EXERCISE REQUIREMENTS: Please filter the entries for the word "cells" and copy every line that has it.

DATASET RECORDS:
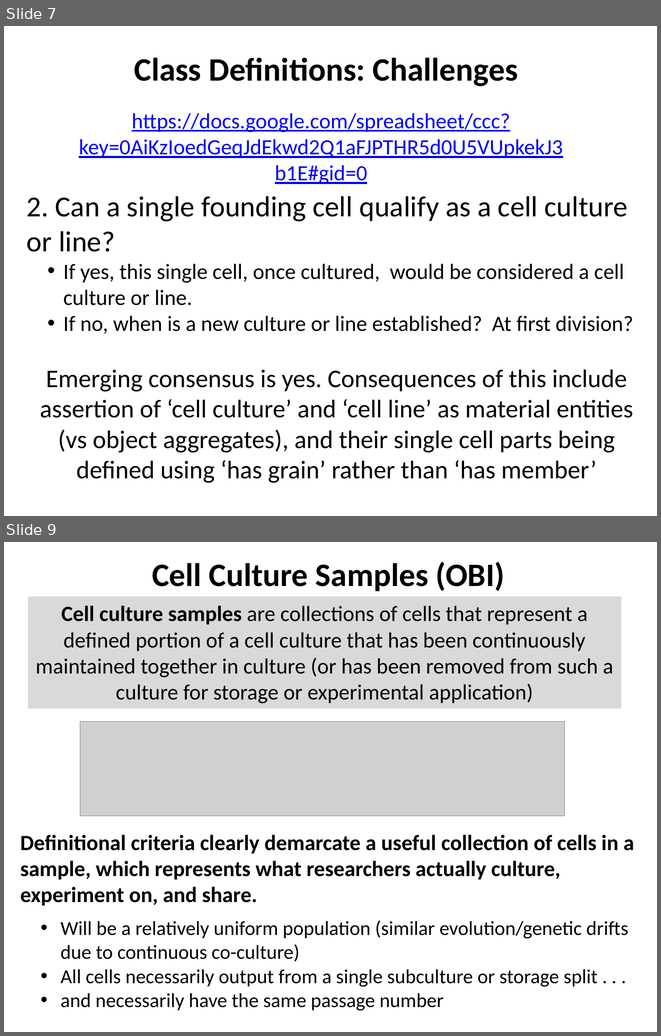
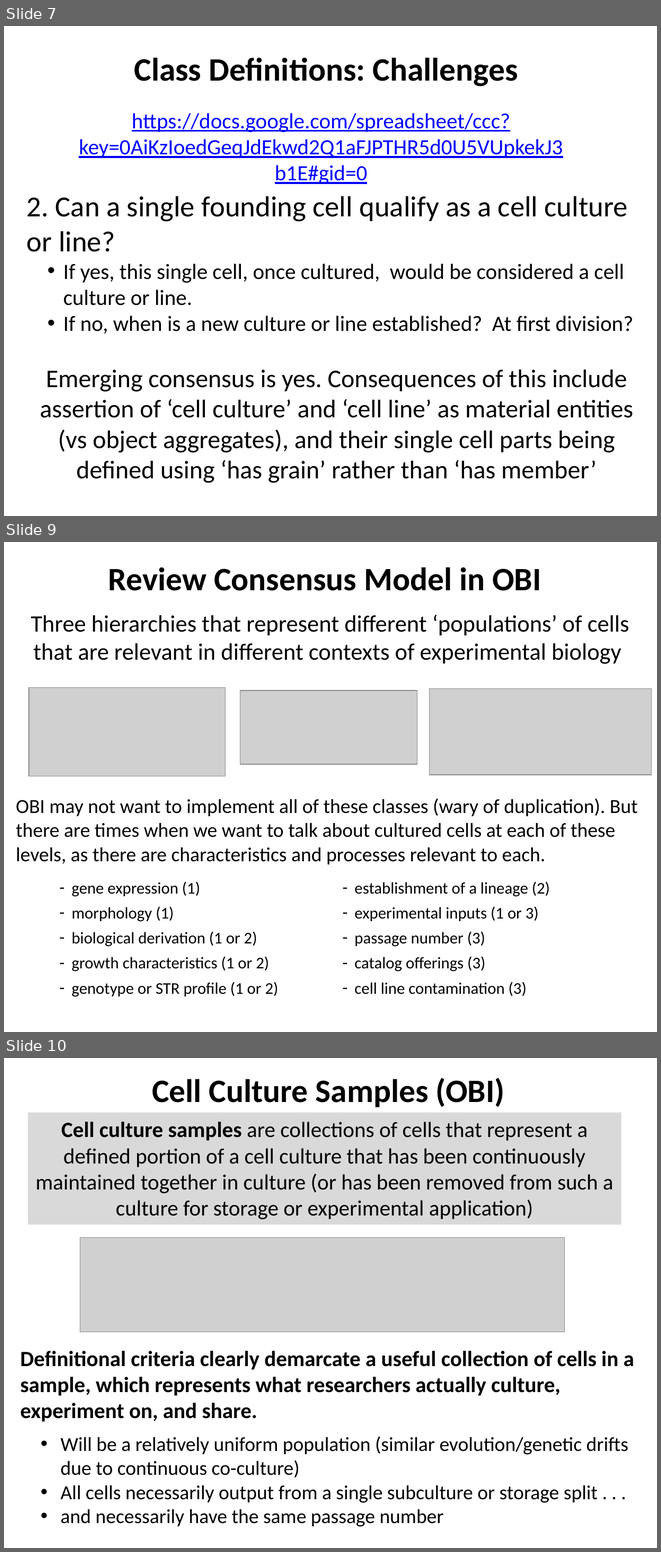
Before and after one commit to obi-ontology/obi-legacy-svn, a slide deck: trunk/docs/presentations/OBI-CLO-CL March 2013 Alignment/3-21-13_CLO-OBI_cell_culture_alignment.pptx. Shown one above the other, each under a label of ours: slides 7 and 9 before the commit, slides 7, 9 and 10 after it; the slides between them are not shown. The pictures are 661x1036 and 661x1552 pixels, drawn with LibreOffice and Linux fonts; fonts in the diff are those of the drawing; grey boxes stand for pictures. Boxes give left, top, right and bottom in pixels: in the first picture for what was removed or moved away, otherwise in the second. Text is boxed around its words. In the diff, an @@ line names an element or a change of style, - is before the commit and + after.

```diff
--- a/trunk/docs/presentations/OBI-CLO-CL March 2013 Alignment/3-21-13_CLO-OBI_cell_culture_alignment.pptx
+++ b/trunk/docs/presentations/OBI-CLO-CL March 2013 Alignment/3-21-13_CLO-OBI_cell_culture_alignment.pptx
@@ slide 9 added at [4,542,657,1032], background #FFFFFF @@
@@ text added at [108,567,541,591], 36 pt, text #000000, bold @@
+Review Consensus Model in OBI
@@ text added at [16,615,638,864], 22 pt, text #000000 @@
+Three hierarchies that represent different ‘populations’ of cells that are relevant in different contexts of experimental biology
+OBI may not want to implement all of these classes (wary of duplication). But there are times when we want to talk about cultured cells at each of these levels, as there are characteristics and processes relevant to each.
@@ picture added at [29,688,226,776] @@
@@ picture added at [240,690,417,764] @@
@@ picture added at [430,689,652,775] @@
@@ text added at [72,881,279,997], 18 pt, text #000000 @@
+– gene expression (1)
+– morphology (1)
+– biological derivation (1 or 2)
+– growth characteristics (1 or 2)
+– genotype or STR profile (1 or 2)
@@ text added at [354,881,550,996], 18 pt, text #000000 @@
+– establishment of a lineage (2)
+– experimental inputs (1 or 3)
+– passage number (3)
+– catalog offerings (3)
+– cell line contamination (3)
@@ what was slide 9 is now slide 10 @@
```
Also in this commit, not shown: 5 slides changed, 4 other slides added.

TASK SOLUTION:
+Three hierarchies that represent different ‘populations’ of cells that are relevant in different contexts of experimental biology
+OBI may not want to implement all of these classes (wary of duplication). But there are times when we want to talk about cultured cells at each of these levels, as there are characteristics and processes relevant to each.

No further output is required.